The String Quartet No.4 which closes the disc is subtitled Buczak after the artist Brian Buczak in whose memory this work was commissioned. This is the most substantial – and longest - work of the group and to my ears the most interesting by some distance. Glass allows the musical contours of the work to be more sharply defined as is clear from the very opening where a series of strong unison chords demand attention. This gesture recurs through the movement, alternating with more typically undulating arpeggiated chordal figurations. Again the blended sonority of the Carduccis is heard to great effect. It is worth mentioning at this point that the engineering is by John Taylor. His is not a name I have seen on Naxos discs in the past but he has produced (and engineered and edited) a very high quality disc. Not much of the church acoustic is present excepting an attractive ambient warmth which suits the music admirably. The instruments are quite closely recorded but – as mentioned above – the players exploit the quieter dynamics beautifully and the recording captures this faithfully. So all in all an excellent aural balance between intimacy, detail and ambience – just like having the best seat at a chamber music concert. Of all the movements on the CD I like the middle movement of this quartet the most [track 14]. Here the fusion of the gestures of the genre with an emotional landscape both bleak and desolate seems most perfectly achieved – the tools of the one serving the goal of the other. The two violins circle each other like some fragile hanging mobile over a muted rocking figure from the quartet’s lower instruments. At about 3:30 into this movement the song-like melody moves to the cello and a more continuous rocking figure is played by the upper strings. The Carduccis are excellent at projecting the inhibited emotion of this passage – it must be tempting to ‘play out’ more here. A quieter recollection of the quartet’s opening chords opens the last movement – control as ever the key. There is a cadential chorale-like quality to this sequence of very ordinary chords that gives the music a valedictory air. The ending, after one last scalic descent from the violin, seems rather abrupt but it’s a musical effect Glass seems fond of – the central movement stops in a similar way.

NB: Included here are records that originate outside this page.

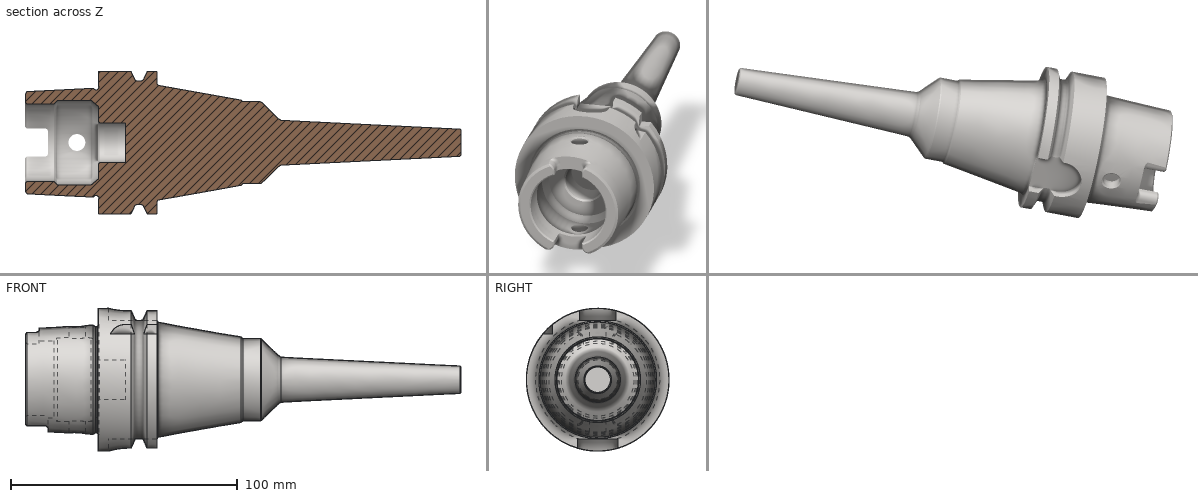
import cadquery as cq
import math


shank_length = 32.0
taper_slope = 0.05
taper_end_x = -2.2
taper_end_radius = 24.1
front_chamfer_length = 0.6
front_chamfer_height = 1.1
relief_radius = 23.4
relief_front_x = -1.2
relief_rear_x = -0.5
relief_depth_in_flange = 0.4
relief_inner_radius = 24.1
relief_step_radius = 24.6
relief_outer_radius = 25.3

flange_radius = 31.5
flange_length = 26.0
groove_center_x = 18.1
groove_mouth_width = 7.0
groove_floor_width = 3.2
groove_floor_radius = 27.4
groove_fillet = 1.0

cone_root_radius = 26.0
cone_start_x = 26.5
cone_start_radius = 25.4
cone_end_x = 63.0
cone_end_radius = 18.9
collar_start_x = 63.8
collar_end_x = 72.0
collar_radius = 18.2
collar_edge_length = 0.5
collar_edge_height = 0.2
neck_start_x = 79.5
neck_start_radius = 10.7
neck_end_x = 80.6
neck_end_radius = 10.0
tip_x = 160.0
tip_radius = 6.1
tip_chamfer = 0.5

bore_radius = 17.0
bore_chamfer = 0.6
clamp_shoulder_x = -19.4
clamp_radius = 18.5
clamp_angle = 45.0
clamp_end_x = -3.0
bore_floor_radius = 16.0
bore_floor_x = 0.0
coolant_radius = 8.7
coolant_chamfer = 0.7
coolant_depth = 12.0

radial_hole_radius = 3.7
radial_hole_mouth_radius = 4.4
radial_hole_chamfer_depth = 0.7
radial_hole_x = -9.2

keyway_half_width = 6.27
keyway_corner_radius = 3.0
keyway_end_fillet = 1.5
keyway_mouth_chamfer = 0.6
top_keyway_depth = 6.0
top_keyway_shelf = 20.9
bottom_keyway_depth = 10.0
bottom_keyway_shelf = 20.3

slot_end_x = 4.6
slot_floor_height = 26.1
top_slot_width = 16.0
bottom_slot_width = 18.0
notch_radius = 8.0
notch_wall_y = -19.9
notch_floor_z = 20.2

clearance = 5.0


def revolve_about_x(points):
    return cq.Workplane("XY").polyline(points).close().revolve(360, (0, 0, 0), (1, 0, 0))


def make_body():
    front_x = -shank_length
    chamfer_x = front_x + front_chamfer_length
    shank_radius = taper_end_radius - taper_slope * (taper_end_x - chamfer_x)
    mouth = groove_mouth_width / 2
    floor = groove_floor_width / 2
    body = revolve_about_x([
        (front_x, 0),
        (front_x, shank_radius - front_chamfer_height),
        (chamfer_x, shank_radius),
        (taper_end_x, taper_end_radius),
        (relief_front_x, relief_radius),
        (relief_rear_x, relief_radius),
        (relief_depth_in_flange, relief_inner_radius),
        (relief_depth_in_flange, relief_step_radius),
        (0, relief_outer_radius),
        (0, flange_radius),
        (groove_center_x - mouth, flange_radius),
        (groove_center_x - floor, groove_floor_radius),
        (groove_center_x + floor, groove_floor_radius),
        (groove_center_x + mouth, flange_radius),
        (flange_length, flange_radius),
        (flange_length, cone_root_radius),
        (cone_start_x, cone_start_radius),
        (cone_end_x, cone_end_radius),
        (collar_start_x, collar_radius),
        (collar_end_x - collar_edge_length, collar_radius),
        (collar_end_x, collar_radius - collar_edge_height),
        (neck_start_x, neck_start_radius),
        (neck_end_x, neck_end_radius),
        (tip_x - tip_chamfer, tip_radius),
        (tip_x, tip_radius - tip_chamfer),
        (tip_x, 0),
    ])
    groove_corners = body.edges(cq.selectors.BoxSelector(
        (groove_center_x - floor - groove_fillet, -flange_radius, -flange_radius),
        (groove_center_x + floor + groove_fillet, flange_radius, flange_radius),
    )).edges("%CIRCLE")
    return groove_corners.fillet(groove_fillet)


def make_bore():
    front_x = -shank_length
    shoulder_length = (clamp_radius - bore_radius) / math.tan(math.radians(clamp_angle))
    return revolve_about_x([
        (front_x, 0),
        (front_x, bore_radius + bore_chamfer),
        (front_x + bore_chamfer, bore_radius),
        (clamp_shoulder_x, bore_radius),
        (clamp_shoulder_x + shoulder_length, clamp_radius),
        (clamp_end_x, clamp_radius),
        (bore_floor_x, bore_floor_radius),
        (bore_floor_x, coolant_radius + coolant_chamfer),
        (bore_floor_x + coolant_chamfer, coolant_radius),
        (bore_floor_x + coolant_depth, coolant_radius),
        (bore_floor_x + coolant_depth, 0),
    ])


def make_radial_hole():
    """Hole through both walls, widened by a cone where it meets the shank surface."""
    surface = taper_end_radius - taper_slope * (taper_end_x - radial_hole_x)
    inner = surface - radial_hole_chamfer_depth
    profile = [
        (0, -flange_radius),
        (radial_hole_mouth_radius, -flange_radius),
        (radial_hole_mouth_radius, -surface),
        (radial_hole_radius, -inner),
        (radial_hole_radius, inner),
        (radial_hole_mouth_radius, surface),
        (radial_hole_mouth_radius, flange_radius),
        (0, flange_radius),
    ]
    hole = cq.Workplane("XZ").polyline(profile).close().revolve(360, (0, 0, 0), (0, 1, 0))
    return hole.translate((radial_hole_x, 0, 0))


def draw_keyway(plane, shelf, growth):
    """Keyway section, enlarged by growth; the tooth corners beside it are rounded up to a flat shelf."""
    half_width = keyway_half_width + growth
    radius = keyway_corner_radius - growth
    arc_y = keyway_half_width + keyway_corner_radius
    arc_z = shelf - keyway_corner_radius
    arc_offset = radius * math.sqrt(0.5)
    shelf_z = arc_z + radius
    outer = flange_radius
    return (
        plane
        .moveTo(-half_width, 0)
        .lineTo(half_width, 0)
        .lineTo(half_width, arc_z)
        .threePointArc((arc_y - arc_offset, arc_z + arc_offset), (arc_y, shelf_z))
        .lineTo(outer, shelf_z)
        .lineTo(outer, outer)
        .lineTo(-outer, outer)
        .lineTo(-outer, shelf_z)
        .lineTo(-arc_y, shelf_z)
        .threePointArc((-arc_y + arc_offset, arc_z + arc_offset), (-half_width, arc_z))
        .close()
    )


def cut_keyway(body, depth, shelf, side):
    """Cut a keyway open at the shank end, with a filleted bottom and a chamfered mouth."""
    front = cq.Workplane("YZ", origin=(-shank_length, 0, 0))
    slot = draw_keyway(front, shelf, 0).extrude(depth).faces(">X").edges().fillet(keyway_end_fillet)
    mouth = draw_keyway(front, shelf, keyway_mouth_chamfer)
    mouth = draw_keyway(mouth.workplane(offset=keyway_mouth_chamfer), shelf, 0).loft(ruled=True)
    turn = 0 if side > 0 else 180
    for cutter in (slot, mouth):
        body = body.cut(cutter.rotate((0, 0, 0), (1, 0, 0), turn))
    return body


def make_gripper_slot(width, side):
    radius = width / 2
    center_x = slot_end_x + radius
    slot = (
        cq.Workplane("XY", origin=(0, 0, slot_floor_height))
        .moveTo(flange_length + clearance, -radius)
        .lineTo(center_x, -radius)
        .threePointArc((slot_end_x, 0), (center_x, radius))
        .lineTo(flange_length + clearance, radius)
        .close()
        .extrude(flange_radius)
    )
    return slot if side > 0 else slot.rotate((0, 0, 0), (1, 0, 0), 180)


def make_orientation_notch():
    """Corner notch with an upright wall and a level floor, ending in a round cutter path."""
    center_x = slot_end_x + notch_radius
    center_y = notch_wall_y - notch_radius
    return (
        cq.Workplane("XY", origin=(0, 0, notch_floor_z))
        .moveTo(flange_length + clearance, notch_wall_y)
        .lineTo(center_x, notch_wall_y)
        .threePointArc((slot_end_x, center_y), (center_x, center_y - notch_radius))
        .lineTo(flange_length + clearance, center_y - notch_radius)
        .close()
        .extrude(flange_radius)
    )


shank = make_body().cut(make_bore()).cut(make_radial_hole())
shank = cut_keyway(shank, top_keyway_depth, top_keyway_shelf, 1)
shank = cut_keyway(shank, bottom_keyway_depth, bottom_keyway_shelf, -1)

result = (
    shank
    .cut(make_gripper_slot(top_slot_width, 1))
    .cut(make_gripper_slot(bottom_slot_width, -1))
    .cut(make_orientation_notch())
)
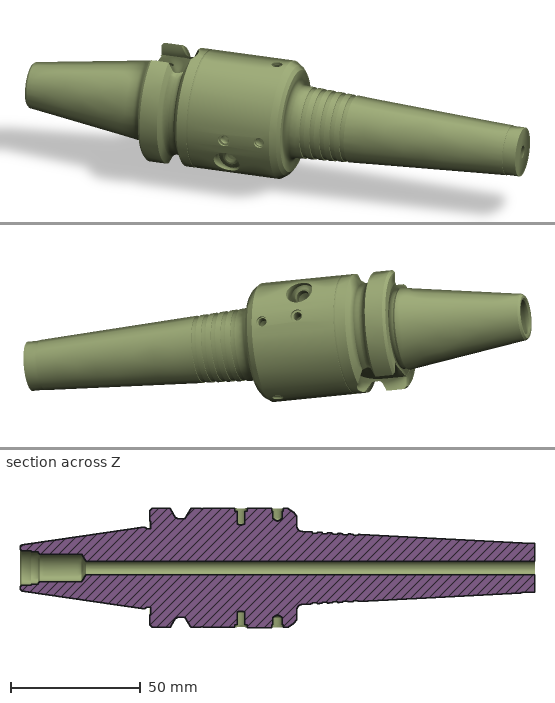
import cadquery as cq
import math


length = 198.4
gauge_x = 48.0
flange_x = 50.0
body_end_x = 106.7
tip_x = 193.2

gauge_r = 15.9
taper_slope = 7 / 48
shank_chamfer = 0.8
shank_chamfer_depth = 0.5
relief_r = 15.3
relief_run = 0.8

body_r = 23.0
mark_groove_start_x = 69.8
mark_groove_end_x = 70.5
mark_groove_depth = 0.2
face_recess_r = 17.9
face_recess_depth = 0.4
flange_chamfer = 1.0
v_start_x = 58.0
v_floor_start_x = 60.1
v_floor_end_x = 63.5
v_end_x = 65.9
v_floor_r = 19.0
v_fillet = 2.0
shoulder_chamfer_x = 103.2
shoulder_bevel_x = 105.5
shoulder_bevel_r = 21.5
shoulder_face_r = 19.8

taper_end_r = 9.7
tip_r = 9.5
nose_angle = 3.0
root_fillet = 2.0
ring_count = 5
ring_width = 1.8
ring_pitch = 4.0
ring_depth = 0.4
first_ring_x = 113.5

through_d = 5.0
mouth_d = 14.7
mouth_depth = 0.5
recess_d = 13.0
recess_depth = 4.4
counterbore_d = 12.3
counterbore_depth = 7.0
thread_d = 12.0
thread_core_d = 10.3
thread_depth = 23.8
drill_half_angle = 59.0

slot_width = 16.0
slot_end_x = 67.3
slot_floor_z = 16.5
slot_hole_x = 55.4

overcut = 2.0

balance_x = 99.2
balance_hole_d = 4.2
balance_core_d = 3.4
slot_hole_d = 4.0
slot_core_d = 2.4
small_hole_depth = 4.0
entry_depth = 1.0
pin_hole_d = 5.0
pin_core_d = 3.4
pin_hole_z = -1.0
pin_hole_depth = 6.0
screw_x = 85.1
screw_z = -12.0
screw_hole_d = 10.3
screw_seat_depth = 10.0
screw_tip_d = 6.3
screw_tip_height = 1.2
socket_d = 5.0
socket_depth = 3.0


def nose_radius(x):
    return taper_end_r + (tip_x - x) * math.tan(math.radians(nose_angle))


def drill_tip(radius):
    return radius / math.tan(math.radians(drill_half_angle))


def turned_body():
    small_end_r = gauge_r - gauge_x * taper_slope
    root_x = body_end_x + root_fillet
    root_r = nose_radius(root_x)
    mark_groove_r = body_r - mark_groove_depth
    recess_x = flange_x + face_recess_depth
    diagonal = root_fillet * (1 - math.sqrt(0.5))
    profile = (
        cq.Workplane("XY")
        .moveTo(0, 0)
        .lineTo(0, small_end_r - shank_chamfer_depth)
        .lineTo(shank_chamfer, small_end_r + shank_chamfer * taper_slope)
        .lineTo(gauge_x, gauge_r)
        .lineTo(gauge_x + relief_run, relief_r)
        .lineTo(recess_x, relief_r)
        .lineTo(recess_x, face_recess_r)
        .lineTo(flange_x, face_recess_r)
        .lineTo(flange_x, body_r - flange_chamfer)
        .lineTo(flange_x + flange_chamfer, body_r)
        .lineTo(v_start_x, body_r)
        .lineTo(v_floor_start_x, v_floor_r)
        .lineTo(v_floor_end_x, v_floor_r)
        .lineTo(v_end_x, body_r)
        .lineTo(mark_groove_start_x, body_r)
        .lineTo(mark_groove_start_x, mark_groove_r)
        .lineTo(mark_groove_end_x, mark_groove_r)
        .lineTo(mark_groove_end_x, body_r)
        .lineTo(shoulder_chamfer_x, body_r)
        .lineTo(shoulder_bevel_x, shoulder_bevel_r)
        .lineTo(body_end_x, shoulder_face_r)
        .lineTo(body_end_x, root_r + root_fillet)
        .threePointArc((body_end_x + diagonal, root_r + diagonal), (root_x, root_r))
        .lineTo(tip_x, taper_end_r)
        .lineTo(tip_x, tip_r)
        .lineTo(length, tip_r)
        .lineTo(length, 0)
        .close()
    )
    body = profile.revolve(360, (0, 0, 0), (1, 0, 0))
    v_floor_edge = cq.selectors.NearestToPointSelector((v_floor_start_x, 0, 0))
    return body.edges(v_floor_edge).fillet(v_fillet)


def ring_groove(x):
    inner_r = nose_radius(x) - ring_depth
    return (
        cq.Workplane("YZ", origin=(x - ring_width / 2, 0, 0))
        .circle(body_r)
        .circle(inner_r)
        .extrude(ring_width)
    )


def axial_bore():
    core_r = thread_core_d / 2
    through_r = through_d / 2
    profile = (
        cq.Workplane("XY")
        .moveTo(0, 0)
        .lineTo(0, mouth_d / 2)
        .lineTo(mouth_depth, recess_d / 2)
        .lineTo(recess_depth, recess_d / 2)
        .lineTo(recess_depth, counterbore_d / 2)
        .lineTo(counterbore_depth, counterbore_d / 2)
        .lineTo(counterbore_depth, thread_d / 2)
        .lineTo(counterbore_depth + thread_d / 2 - core_r, core_r)
        .lineTo(thread_depth, core_r)
        .lineTo(thread_depth + drill_tip(core_r - through_r), through_r)
        .lineTo(length, through_r)
        .lineTo(length, 0)
        .close()
    )
    return profile.revolve(360, (0, 0, 0), (1, 0, 0))


def blind_hole(x, offset, top, entry_d, core_d, depth):
    """Stepped hole going down -Z from height top, with a conical end."""
    core_r = core_d / 2
    profile = (
        cq.Workplane("XZ", origin=(x, offset, 0))
        .moveTo(0, body_r + overcut)
        .lineTo(entry_d / 2, body_r + overcut)
        .lineTo(entry_d / 2, top - entry_depth)
        .lineTo(core_r, top - entry_depth)
        .lineTo(core_r, top - depth)
        .lineTo(0, top - depth - drill_tip(core_r))
        .close()
    )
    return profile.revolve(360, (0, 0, 0), (0, 1, 0))


def drive_slot():
    round_x = slot_end_x - slot_width / 2
    slot = (
        cq.Workplane("XY", origin=(0, 0, slot_floor_z))
        .moveTo(gauge_x, -slot_width / 2)
        .lineTo(round_x, -slot_width / 2)
        .threePointArc((slot_end_x, 0), (round_x, slot_width / 2))
        .lineTo(gauge_x, slot_width / 2)
        .close()
        .extrude(body_r)
    )
    hole = blind_hole(slot_hole_x, 0, slot_floor_z, slot_hole_d, slot_core_d, small_hole_depth)
    return slot.union(hole)


def clamp_screw_hole():
    """Hole along -Z whose floor is the cone end and socket of a set screw."""
    hole_r = screw_hole_d / 2
    seat = body_r - screw_seat_depth
    tip = seat + screw_tip_height
    socket_floor = tip - socket_depth
    profile = (
        cq.Workplane("XZ", origin=(screw_x, screw_z, 0))
        .moveTo(0, body_r)
        .lineTo(hole_r, body_r)
        .lineTo(hole_r, seat)
        .lineTo(screw_tip_d / 2, tip)
        .lineTo(socket_d / 2, tip)
        .lineTo(socket_d / 2, socket_floor)
        .lineTo(0, socket_floor - drill_tip(socket_d / 2))
        .close()
    )
    return profile.revolve(360, (0, 0, 0), (0, 1, 0))


def turned(tool, angle):
    return tool.rotate((0, 0, 0), (1, 0, 0), angle)


result = turned_body().cut(axial_bore())

for index in range(ring_count):
    result = result.cut(ring_groove(first_ring_x + index * ring_pitch))

for angle in (0, 180):
    result = result.cut(turned(drive_slot(), angle))

balance_hole = blind_hole(balance_x, 0, body_r, balance_hole_d, balance_core_d, small_hole_depth)
for angle in (0, 90, 180, 270):
    result = result.cut(turned(balance_hole, angle))

pin_hole = blind_hole(screw_x, pin_hole_z, body_r, pin_hole_d, pin_core_d, pin_hole_depth)
for angle in (90, 270):
    result = result.cut(turned(clamp_screw_hole(), angle))
    result = result.cut(turned(pin_hole, angle))

I have not heard any of the competing versions. From the catalogue alone it is clear that these would seem to be popular works both with quartets and collectors. The Carduccis are up against some very stiff opposition – in particular from the Smith Quartet who are renowned specialists in contemporary string repertoire and the Kronos Quartet – commissioners of the 4th and 5th Quartets. The Smith’s set on Signum includes the 5th Quartet but that comes, quite literally, at the price of a second full-price disc. With the Naxos price advantage and over an hour’s music this current disc is worthy of serious consideration in such esteemed company. Admirers of Glass’s euphonious tonal minimalism will find much to give them pleasure. For my taste this is too much the comfy-armchair school of contemporary music. Not that is lacks appeal just that it does not command my attention.